DID you massively overdo it last night? Is your hangover marring your joy at England’s win? Here’s how to survive a day of football-induced alcohol poisoning:
Focus on the result
Keep running those two excellent goals through your aching, damaged brain. Will distract from vomiting up bile and stomach lining in the morning, and a formal warning from your boss later in the day as you roll in at lunchtime.
With lager at lunchtime. Puny water isn’t going to do anything to alleviate the nausea, paranoia and dizziness so go for hair of the dog. This is the road to alcoholism, but since England only beat Germany once every 55 years you should be okay.
Read the Daily Mail
Not generally recommended, but it’s worth checking the Mail’s lurid pictures of last night’s drunken carnage to make sure there isn’t a photo of you throwing up on a police dog or lying in a pool of urine, hopefully your own. Photos of you shirtless on top of a car waving a St George’s cross are a bonus.

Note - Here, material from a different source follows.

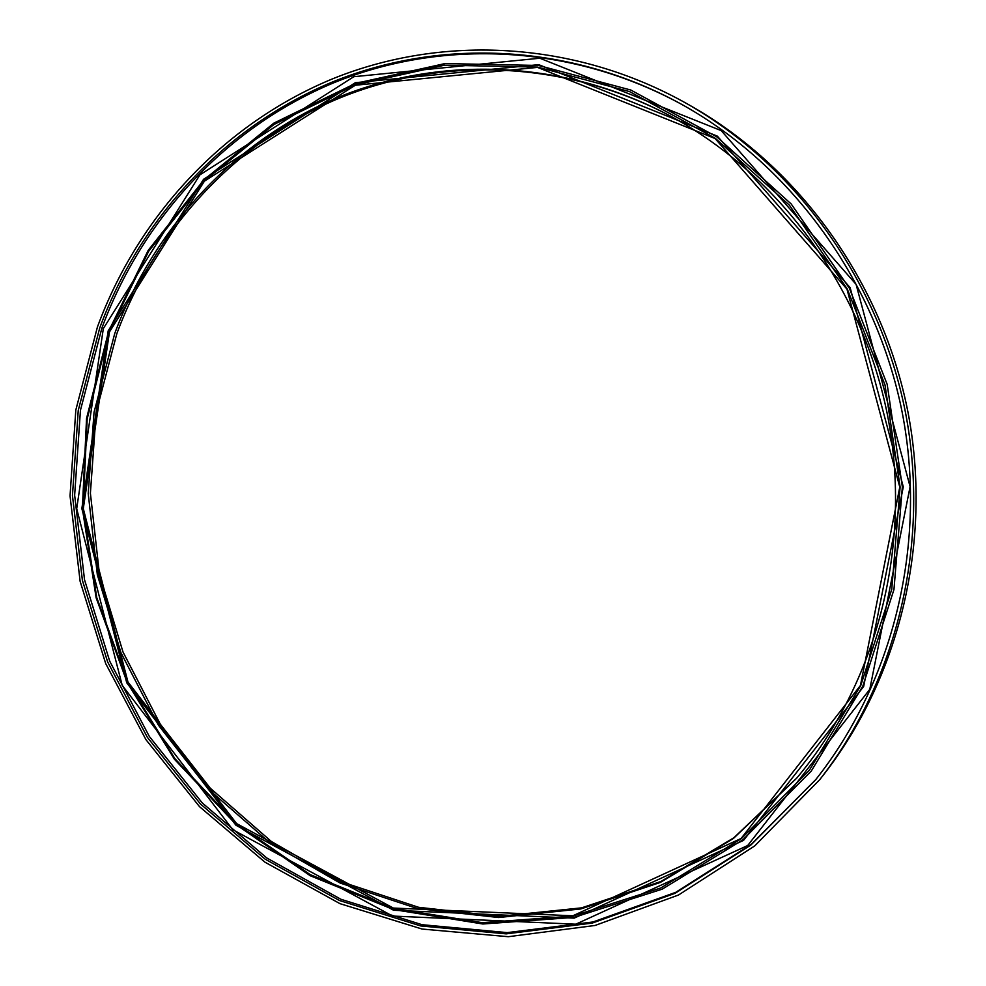 <?xml version="1.0" encoding="UTF-8"?>
<svg xmlns="http://www.w3.org/2000/svg" width="986" height="986" viewBox="0 0 986 986"><rect width="100%" height="100%" fill="white"/><g stroke="black" fill="none" stroke-linecap="round" stroke-linejoin="round"><path stroke-width="1.48" d="M666.955 114.216C560.812 59.32 437.71 56.485 335.622 99.722C233.645 143.746 154.962 230.638 116.866 333.588L96.209 412.099L90.392 493.21L99.438 574.086L123.003 651.992L160.324 724.217L210.277 788.196L271.347 841.477L341.575 881.841L418.619 907.305L499.68 916.327L581.592 907.86L660.866 881.521L733.88 837.755L796.959 777.868M114.733 333.527L94.04 412.234L88.222 493.555L97.318 574.641L120.97 652.732L158.401 725.129L208.502 789.256L269.745 842.648L340.17 883.062L417.411 908.55L498.682 917.522L580.791 908.956L660.25 882.47L733.387 838.482L796.552 778.336C876.85 683.113 912.789 545.492 887.585 415.55C861.9 285.706 776.697 171.823 666.413 113.92C560.011 58.704 436.527 55.734 334.131 99.031C231.833 143.13 152.929 230.268 114.733 333.527M109.483 331.9L83.292 508.653L127.946 681.967L236.578 823.581L393.328 908.057L572.841 915.797L741.115 838.47L860.445 685.467L899.787 487.084L846.974 289.144L715.084 138.521L537.543 67.393L355.293 85.24L204.361 181.214L109.483 331.9M109.261 331.801L87.199 418.828L83.046 508.665L96.751 597.615L127.736 682.09L174.855 758.591L236.43 823.791L310.196 874.619L393.278 908.328L482.203 922.662L572.915 916.08L660.891 887.93L741.312 838.704L809.395 770.202L860.729 685.59L891.751 589.369L900.107 487.072L884.984 384.86L847.257 288.984L789.404 205.199L715.257 138.262L629.586 91.599L537.592 67.097L444.526 65.187L355.219 84.956L273.948 124.482L204.188 181.005L148.652 251.294L109.261 331.801M99.709 328.042L78.239 410.472L72.459 495.576L82.393 580.372L107.634 661.914L147.382 737.368L200.441 803.984L265.16 859.163L339.467 900.514L420.812 925.965L506.212 933.865L592.216 923.093L675.077 893.316L750.839 845.064L815.57 779.852C893.587 681.572 927.567 543.298 902.252 412.678C876.406 282.169 792.769 166.917 683.446 105.342C572.213 43.409 441.099 37.616 332.319 82.048C223.625 127.293 139.802 219.114 99.709 328.042M97.429 326.97L75.811 410.09L70.043 495.909L80.137 581.395L105.699 663.59L145.903 739.599L199.529 806.671L264.926 862.158L339.973 903.657L422.119 929.058L508.295 936.7L595.039 925.472L678.516 895.017L754.734 845.902L819.711 779.692C897.161 680.907 930.698 542.657 905.394 412.062C879.561 281.565 796.343 166.19 687.341 103.924C575.232 40.623 442.652 34.214 332.627 78.818C222.676 124.261 137.892 216.957 97.429 326.97M819.711 779.692L822.977 775.538C899.7 677.678 932.904 540.833 907.86 411.581C882.285 282.427 799.905 168.224 691.938 106.537L687.341 103.924M862.812 686.157L811.256 771.064L742.914 839.801L662.185 889.175L573.889 917.411L482.857 923.993L393.624 909.585L310.257 875.753L236.258 824.74L174.485 759.319L127.206 682.571L96.135 597.824L82.38 508.591L86.546 418.458L108.67 331.148L148.196 250.37L203.905 179.834L273.886 123.102L355.441 83.428L445.056 63.56L538.467 65.458L630.793 90.022L716.797 136.844L791.228 204.003L849.303 288.097L887.166 384.318L902.35 486.911L893.957 589.579L862.812 686.157M108.177 330.852L81.85 508.579L126.763 682.854L235.974 825.27L393.611 910.263L574.197 918.126L743.53 840.392L863.662 686.478L903.287 486.862L850.142 287.678L717.377 136.154L538.713 64.657L355.354 82.688L203.572 179.279L108.177 330.852M103.333 328.56L76.698 508.714L122.202 685.344L232.844 829.744L392.613 916.056L575.787 924.202L747.708 845.507L869.775 689.362L910.103 486.69L856.107 284.412L721.234 130.633L539.81 58.223L353.789 76.711L199.936 174.83L103.333 328.56M683.976 105.638C573.002 44.062 442.283 38.405 333.835 82.762C225.449 127.946 141.885 219.496 101.878 328.116L80.433 410.336L74.653 495.231L84.537 579.805L109.705 661.162L149.33 736.443L202.229 802.9L266.775 857.968L340.885 899.257L422.02 924.695L507.198 932.62L593.005 921.972L675.693 892.355L751.307 844.312L815.952 779.384"/></g></svg>

Your depleted system desperately needs nutrients. A full English will come straight back up, so start with a single M&M. If that works out, try another two later in the afternoon.
You wouldn’t have got this pissed were it not for England’s glorious victory that gives our country new standing in the international game. Although you did get this pissed a couple of Fridays ago because you were a bit bored and there was nothing good on Netflix.
Put your hangover in a footballing context
Even this pain is nothing compared to how George Best, Charlie Nicholas, Roy Keane or somewhat more depressingly Gazza felt at times. You are just like them, but poorer and less fit. Apart from, again, Gazza.